To do: Gather every line from the entries below that includes "boxes".

Collected data:

__________________________________________________

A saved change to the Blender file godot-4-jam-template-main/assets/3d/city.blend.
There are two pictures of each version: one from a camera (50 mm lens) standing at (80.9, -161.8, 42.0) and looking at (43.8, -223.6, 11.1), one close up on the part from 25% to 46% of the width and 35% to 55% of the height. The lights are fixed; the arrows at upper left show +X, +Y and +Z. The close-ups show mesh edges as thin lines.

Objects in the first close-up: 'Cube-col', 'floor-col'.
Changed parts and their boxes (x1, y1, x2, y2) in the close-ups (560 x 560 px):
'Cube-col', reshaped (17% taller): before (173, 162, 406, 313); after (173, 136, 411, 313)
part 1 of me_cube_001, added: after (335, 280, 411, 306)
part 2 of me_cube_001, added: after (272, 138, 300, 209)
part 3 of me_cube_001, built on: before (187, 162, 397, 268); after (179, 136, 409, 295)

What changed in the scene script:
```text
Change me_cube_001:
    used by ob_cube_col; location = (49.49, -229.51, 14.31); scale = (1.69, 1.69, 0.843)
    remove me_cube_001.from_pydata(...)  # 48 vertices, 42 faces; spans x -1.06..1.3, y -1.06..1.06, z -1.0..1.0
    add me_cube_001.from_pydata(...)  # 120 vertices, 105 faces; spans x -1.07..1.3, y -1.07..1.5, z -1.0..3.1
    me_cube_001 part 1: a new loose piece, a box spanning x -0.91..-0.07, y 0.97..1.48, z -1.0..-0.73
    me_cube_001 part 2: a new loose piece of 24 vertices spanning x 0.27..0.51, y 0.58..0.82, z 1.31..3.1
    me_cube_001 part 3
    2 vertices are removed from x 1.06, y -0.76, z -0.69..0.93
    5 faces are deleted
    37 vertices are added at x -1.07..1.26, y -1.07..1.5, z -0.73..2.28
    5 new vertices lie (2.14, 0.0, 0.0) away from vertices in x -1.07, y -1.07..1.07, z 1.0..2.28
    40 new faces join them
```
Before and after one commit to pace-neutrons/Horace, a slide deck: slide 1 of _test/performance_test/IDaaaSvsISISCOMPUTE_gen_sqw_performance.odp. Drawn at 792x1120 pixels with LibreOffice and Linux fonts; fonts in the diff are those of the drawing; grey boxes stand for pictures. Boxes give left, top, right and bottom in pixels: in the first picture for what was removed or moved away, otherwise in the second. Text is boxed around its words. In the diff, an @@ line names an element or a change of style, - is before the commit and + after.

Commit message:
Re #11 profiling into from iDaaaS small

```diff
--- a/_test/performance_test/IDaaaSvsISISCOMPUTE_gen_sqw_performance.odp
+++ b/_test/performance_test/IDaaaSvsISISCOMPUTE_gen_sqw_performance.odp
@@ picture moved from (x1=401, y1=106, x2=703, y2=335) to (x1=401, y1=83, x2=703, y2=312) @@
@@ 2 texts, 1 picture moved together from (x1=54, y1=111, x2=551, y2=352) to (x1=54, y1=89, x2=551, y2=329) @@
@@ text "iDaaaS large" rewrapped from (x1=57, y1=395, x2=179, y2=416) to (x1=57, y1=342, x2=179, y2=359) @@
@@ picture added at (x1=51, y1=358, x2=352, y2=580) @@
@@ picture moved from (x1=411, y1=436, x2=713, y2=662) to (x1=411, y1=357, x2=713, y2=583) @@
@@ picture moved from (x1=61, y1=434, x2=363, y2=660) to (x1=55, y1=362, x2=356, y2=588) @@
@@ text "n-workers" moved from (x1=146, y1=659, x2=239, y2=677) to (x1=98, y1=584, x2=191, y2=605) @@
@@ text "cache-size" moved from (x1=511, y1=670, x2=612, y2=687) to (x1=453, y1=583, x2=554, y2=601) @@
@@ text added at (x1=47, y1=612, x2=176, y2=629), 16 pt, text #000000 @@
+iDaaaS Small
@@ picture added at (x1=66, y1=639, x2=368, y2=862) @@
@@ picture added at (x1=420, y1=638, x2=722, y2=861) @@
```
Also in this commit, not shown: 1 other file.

__________________________________________________

Reply:
Changed parts and their boxes (x1, y1, x2, y2) in the close-ups (560 x 560 px):
Before and after one commit to pace-neutrons/Horace, a slide deck: slide 1 of _test/performance_test/IDaaaSvsISISCOMPUTE_gen_sqw_performance.odp. Drawn at 792x1120 pixels with LibreOffice and Linux fonts; fonts in the diff are those of the drawing; grey boxes stand for pictures. Boxes give left, top, right and bottom in pixels: in the first picture for what was removed or moved away, otherwise in the second. Text is boxed around its words. In the diff, an @@ line names an element or a change of style, - is before the commit and + after.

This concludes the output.